■ Assignment ■
Transcribe the data that follows without changing a word, and omit the pictures.
━━━ The input ━━━
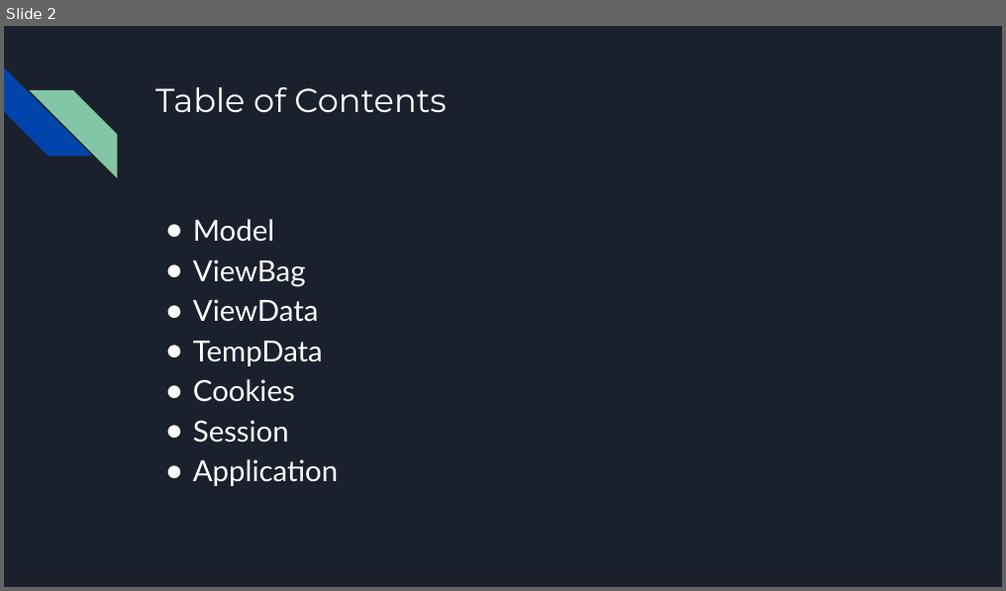
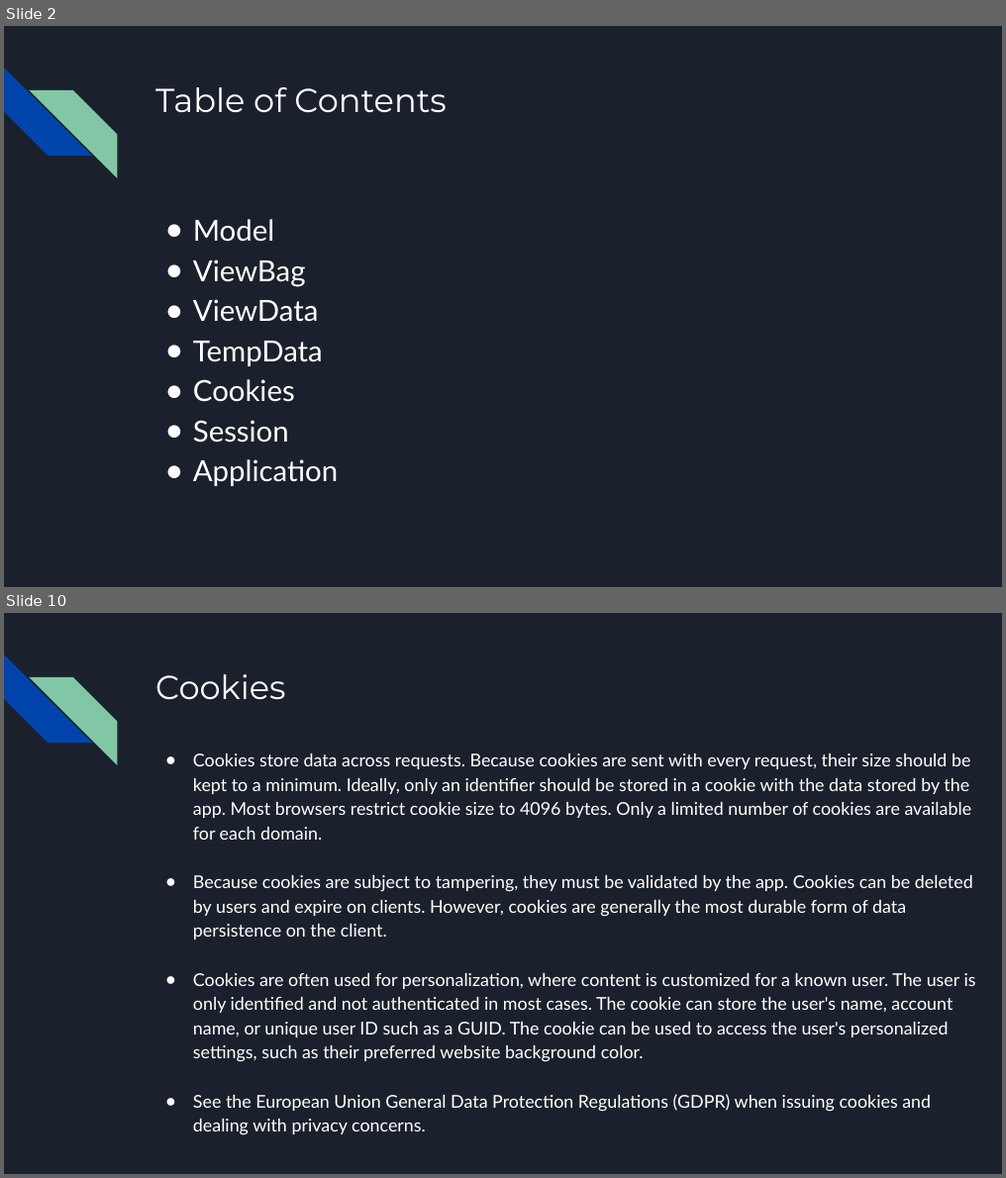
Before and after one commit to bulhard/Web-Programming, a slide deck: 00 Presentations/08 Storing Temporary Data.pptx. Shown one above the other, each under a label of ours: slide 2 before the commit, slides 2 and 10 after it; the slides between them are not shown. The pictures are 1006x591 and 1006x1178 pixels, drawn with LibreOffice and Linux fonts; fonts in the diff are those of the drawing. Boxes give left, top, right and bottom in pixels: in the first picture for what was removed or moved away, otherwise in the second. Text is boxed around its words. In the diff, an @@ line names an element or a change of style, - is before the commit and + after.

```diff
--- a/00 Presentations/08 Storing Temporary Data.pptx
+++ b/00 Presentations/08 Storing Temporary Data.pptx
@@ slide 10 added at box(4, 613, 1002, 1174), background #1B212C; not listed: 2 template elements that a slide beside it also shows @@
@@ title added at box(155, 674, 285, 699), 32 pt, text #FFFFFF @@
+Cookies
@@ text added at box(193, 754, 976, 1136), 17 pt, text #FFFFFF @@
+● Cookies store data across requests. Because cookies are sent with every request, their size should be kept to a minimum. Ideally, only an identifier should be stored in a cookie with the data stored by the app. Most browsers restrict cookie size to 4096 bytes. Only a limited number of cookies are available for each domain.
+● Because cookies are subject to tampering, they must be validated by the app. Cookies can be deleted by users and expire on clients. However, cookies are generally the most durable form of data persistence on the client.
+● Cookies are often used for personalization, where content is customized for a known user. The user is only identified and not authenticated in most cases. The cookie can store the user's name, account name, or unique user ID such as a GUID. The cookie can be used to access the user's personalized settings, such as their preferred website background color.
+● See the European Union General Data Protection Regulations (GDPR) when issuing cookies and dealing with privacy concerns.
```
Also in this commit, not shown: 2 slides changed, 15 other slides added, 1 slide removed, 7 other files.
━━━
■ Response for this exercise ■
Before and after one commit to bulhard/Web-Programming, a slide deck: 00 Presentations/08 Storing Temporary Data.pptx. Shown one above the other, each under a label of ours: slide 2 before the commit, slides 2 and 10 after it; the slides between them are not shown. The pictures are 1006x591 and 1006x1178 pixels, drawn with LibreOffice and Linux fonts; fonts in the diff are those of the drawing. Boxes give left, top, right and bottom in pixels: in the first picture for what was removed or moved away, otherwise in the second. Text is boxed around its words. In the diff, an @@ line names an element or a change of style, - is before the commit and + after.

```diff
--- a/00 Presentations/08 Storing Temporary Data.pptx
+++ b/00 Presentations/08 Storing Temporary Data.pptx
@@ slide 10 added at box(4, 613, 1002, 1174), background #1B212C; not listed: 2 template elements that a slide beside it also shows @@
@@ title added at box(155, 674, 285, 699), 32 pt, text #FFFFFF @@
+Cookies
@@ text added at box(193, 754, 976, 1136), 17 pt, text #FFFFFF @@
+● Cookies store data across requests. Because cookies are sent with every request, their size should be kept to a minimum. Ideally, only an identifier should be stored in a cookie with the data stored by the app. Most browsers restrict cookie size to 4096 bytes. Only a limited number of cookies are available for each domain.
+● Because cookies are subject to tampering, they must be validated by the app. Cookies can be deleted by users and expire on clients. However, cookies are generally the most durable form of data persistence on the client.
+● Cookies are often used for personalization, where content is customized for a known user. The user is only identified and not authenticated in most cases. The cookie can store the user's name, account name, or unique user ID such as a GUID. The cookie can be used to access the user's personalized settings, such as their preferred website background color.
+● See the European Union General Data Protection Regulations (GDPR) when issuing cookies and dealing with privacy concerns.
```
Also in this commit, not shown: 2 slides changed, 15 other slides added, 1 slide removed, 7 other files.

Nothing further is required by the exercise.